Rice cropping is an intensive enterprise. To be sustainable and to use water efficiently, rice
requires adequate plant-essential nutrients. Nutrient supply has an impact on both grain yield
and grain quality.
In this project we have developed a nutrient balance model which summarises the impact of
rice cropping on soil nutrients. The main concerns highlighted from this model are that, on
average, all soil nutrients, except sulphur and calcium are being depleted. This work should
alert rice growers to the potential for yield losses due to nutrient depletion. A plant nutrient
diagnostic protocol is still required for Australian rice varieties.
A protocol has been developed to induce the yield-reducing disorder known as straighthead.
This will facilitate the design of studies aimed at understanding the cause of this problem.
The current theory being tested is that micronutrient deficiencies, e.g., copper or zinc, cause
the problem. Further testing is required to confirm the findings made up to now.
This project has also demonstrated for the first time, that grain Fe and Zn can be increased in
rice grains by as much as 44 and 26% respectively following applications of these elements in
foliar fertilizers. During this study we also demonstrated the value of non-contaminating
grain processing equipment for use in the study of micro-nutrients in rice.
Variation in germplasm is seen as an asset to the breeding program. A literature review of
world data from non-cultivated species of the genus Oryza has been assembled and will be a
valuable source of information for plant breeders and other scientists seeking specific traits.
During this study we also developed a new taxonomic key to aid the correct identification of
the 4 Oryza species which are found in Australia.
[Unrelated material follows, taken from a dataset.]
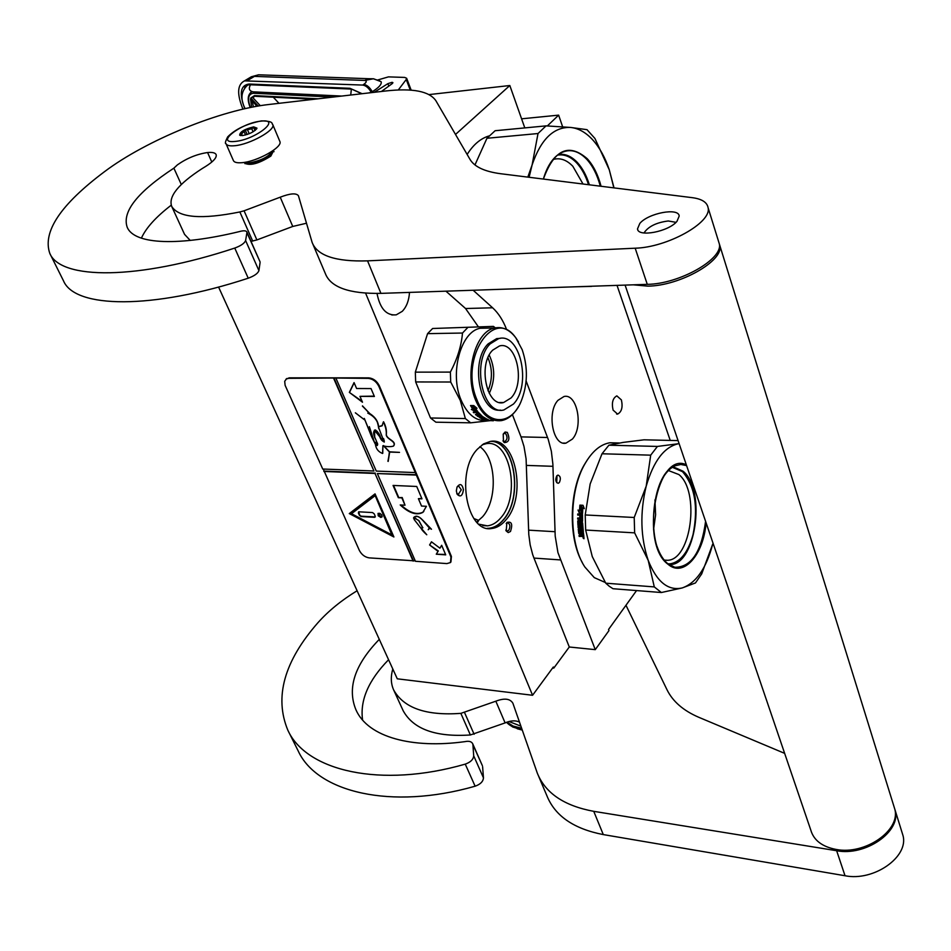 <?xml version="1.0" encoding="UTF-8"?>
<svg xmlns="http://www.w3.org/2000/svg" width="951" height="951" viewBox="0 0 951 951"><rect width="100%" height="100%" fill="white"/><g stroke="black" fill="none" stroke-linecap="round" stroke-linejoin="round"><path stroke-width="1.43" d="M526.129 381.006L548.216 439.35L551.354 451.25L552.876 464.112L555.194 536.055L557.928 552.555L595.267 649.64L608.973 630.584L608.545 629.479L636.552 590.571M547.348 125.936L558.641 115.142L562.635 126.804M617.033 285.383L670.229 440.42M455.505 134.448L509.819 85.519L524.797 127.898M473.17 290.257L492.618 307.791C498.431 313.117 503.103 320.392 506.633 329.593M556.799 475.845C555.134 479.661 555.574 482.145 558.13 483.31L559.343 482.537C561.007 478.722 560.567 476.237 557.999 475.084L556.799 475.845M613.086 410.095L617.591 414.089C621.704 411.902 622.976 407.171 621.395 399.919L616.842 395.878C612.741 398.1 611.493 402.844 613.086 410.095M572.395 439.077L565.964 443.142C552.971 446.352 546.528 412.306 557.987 400.312L564.026 396.496C577.15 393.12 583.664 426.797 572.395 439.077M558.641 115.142L521.588 118.816M509.819 85.519L429.079 94.589M445.936 291.172L465.55 308.516L492.618 307.791M478.282 326.692L465.55 308.516M512.411 414.624L521.017 436.889L547.538 437.496M560.329 559.913L533.963 558.082L532.667 554.54L530.171 544.899L528.78 534.462L526.093 458.917L523.989 446.435L521.017 436.889M533.963 558.082L569.292 647.001L553.791 668.101L552.638 667.971M595.267 649.64L569.292 647.001M556.727 482.668L556.989 475.631M365.612 293.158L532.572 695.276L397.28 678.812L218.564 287.036M553.791 668.101L553.351 667.008L532.572 695.276M456.337 490.918L457.027 487.078C460.046 483.084 462.186 483.964 463.434 489.717C462.507 495.97 460.415 497.48 457.158 494.247L456.337 490.918M507.311 432.408C510.116 438.91 509.118 442.31 504.303 442.607L503.495 441.668L503.21 434.096L505.1 432.027L507.311 432.408M510.497 531.466L508.262 532.584L506.229 531.003L506.883 522.444C511.65 521.136 512.851 524.144 510.497 531.466M477.461 449.122C455.351 471.696 466.739 533.38 491.679 528.506C496.874 527.912 501.605 525.059 505.884 519.947C527.341 496.386 515.62 435.891 490.181 441.466L483.572 443.915L477.461 449.122M409.501 292.409C408.966 300.552 406.553 306.864 402.249 311.346L396.258 314.84C386.403 315.744 379.996 308.611 377.024 293.467M473.836 518.533L478.686 520.399L477.366 522.777M458.216 494.52L461.294 489.824L458.596 485.985L457.062 487.007M458.751 494.544L456.777 493.355M503.02 440.705L504.767 441.621C507.382 439.695 507.703 437.056 505.718 433.727L504.446 433.335L503.174 434.179M505.825 530.087L507.477 531.038L508.833 530.206C510.556 526.402 510.116 523.918 507.501 522.753L506.205 523.525M491.715 441.3C515.192 442.156 523.312 497.991 503.483 519.817C499.204 524.928 494.472 527.769 489.278 528.364L488.029 528.435M482.264 444.771L485.985 443.737C510.045 438.506 521.136 495.614 500.808 517.808C496.767 522.61 492.297 525.297 487.411 525.855L478.9 524.179M479.863 446.685C496.422 458.097 497.967 499.774 482.537 516.809L476.665 522.051M490.966 441.359C514.741 441.216 523.407 497.682 503.364 519.721C499.097 524.821 494.365 527.65 489.183 528.245L487.292 528.316M244.455 162.359L249.851 163.845C263.415 160.909 271.308 156.487 273.519 150.591L273.983 151.696M245.501 162.181L250.018 162.776C261.537 160.469 269.05 156.535 272.557 150.971M279.772 141.247L279.891 141.509C282.982 147.12 256.936 161.718 241.887 162.692C237.001 163.096 234.16 162.371 233.364 160.505L226.1 143.886M260.954 121.146C282.34 118.293 255.427 139.738 235.159 141.426C214.106 143.886 241.257 122.822 260.954 121.146M242.612 135.565L239.676 135.185C239.925 131.844 244.585 129.074 253.667 126.875L256.96 128.135C254.666 131.571 249.887 134.055 242.612 135.565M241.079 135.517L239.914 134.21L241.613 133.972L245.239 130.037L251.825 128.849L253.596 127.363L256.401 129.181M241.613 133.972L242.315 135.589M244.241 131.904L245.572 134.983M247.688 130.168L249.221 133.734M251.825 128.849L253.097 131.809M245.239 130.037L247.153 134.507M253.596 127.363L254.963 130.549M254.713 128.54L255.415 130.18M368.655 92.948L371.27 92.354C368.703 87.92 365.85 85.495 362.7 85.067L244.502 80.871C237.512 84.401 236.799 93.353 242.362 107.713L242.981 109.139M379.806 80.978L373.41 78.778L364.709 80.431C367.027 80.894 366.694 82.226 363.722 84.425C366.86 84.853 369.713 87.29 372.281 91.712L371.27 92.354M381.03 81.655L373.41 78.778L369 78.719L373.945 78.862M381.232 81.941C381.696 84.437 378.712 87.694 372.281 91.712M381.434 91.474L392.216 83.617L392.918 82.642L391.978 82.333L387.877 83.652L374.242 92.306M377.797 79.955L388.46 76.876L404.71 77.423L406.636 78.267L411.165 90.167M410.273 90.107L406.243 79.492L398.291 89.965M406.243 79.492L406.636 78.267M260.301 105.704L252.895 97.715L254.583 96.348L250.779 98.001L258.244 106.048M257.269 106.215L251.635 100.152M279 103.326L273.306 97.204M679.109 443.63L678.479 443.725L679.109 443.618M646.157 486.341C639.845 512.637 640.522 537.303 648.202 560.353L654.288 586.91L661.373 592.521L612.991 588.717L609.294 586.291L605.751 583.189L592.271 556.597L585.661 530.052L585.21 514.955L590.155 483.964L602.019 453.77L650.698 455.16L646.193 486.211L634.21 517.487L585.21 514.955M587.266 459.975L584.283 464.801C569.126 490.68 568.163 537.933 582.309 562.564M618.233 443.214L609.9 442.762C600.45 444.319 592.128 451.345 584.936 463.838C568.639 491.501 568.627 542.926 584.865 567.01L594.292 577.637L605.323 582.499M583.474 537.422L583.962 538.777L583.474 537.422M583.593 536.733L581.584 535.96L579.183 536.459L579.028 535.425L581.049 535.104L580.895 534.058L578.755 533.499L578.256 529.101L582.095 528.887L582 527.817L578.113 527.603L578.03 526.533L581.917 526.759L581.727 523.668L580.823 523.621L580.669 525.998L577.958 525.416L577.744 520.958L579.813 520.625L579.789 519.198L577.697 519.08L577.685 517.998L581.572 518.212L581.584 515.43L580.692 515.204L580.669 517.724L579.777 517.677L579.789 515.157L577.697 515.05L577.721 513.956L582.499 514.669L582.535 521.219L578.79 521.469L578.802 524.643L579.991 524.702L580.205 522.313L582.594 522.884L583.379 532.512L582.476 532.453L582.06 529.992L581.299 529.945L581.513 531.894L580.621 531.835L580.407 529.897L579.23 530.004L579.741 533.142L583.486 533.368L583.878 536.554M581.097 512.173L582.535 513.29L582.844 507.501L584.306 508.666L583.011 505.29L579.896 505.136L581.453 506.384L581.097 512.173L582.547 513.053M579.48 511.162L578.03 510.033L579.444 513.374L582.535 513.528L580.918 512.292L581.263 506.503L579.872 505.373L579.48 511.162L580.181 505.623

Rice accumulates phosphorus (P) to about 0.35% by weight in brown grains. As 85% of
Australia’s rice is exported we sought germplasm to reduce this loss. Samples we obtained
from a long-term study in Japan clearly demonstrated the impact of P-deficiency on grain
yield and grain quality (low P, K and Mg concentrations). Preliminary studies were made at
Yanco of the mutant rice known as lpa-1. The key feature of lpa-1 is that it deposits more
phosphorus into inorganic P but less into organic or phytate P in the grain. We suggest that
the line lpa-1 should be incorporated into high yielding Australian rices to produce a rice
which could provide a better nutrient intake for humans and monogastric animals.
Linkages have been established with the Yezin Agricultural University in Myanmar and the
rice program of the Central Agricultural Research Institute. These linkages have the potential
to boost our understanding of the nutrient requirements of rice under long-term cultivation
and also provide access to cold-tolerant germplasm from regions with higher altitudes.
This report represents the end of research supported by the Rice CRC . Project 2302 has
enabled us to better understand the importance of nutrients to sustainable rice production but,
at the same time, has left many promising lines of research worth further study.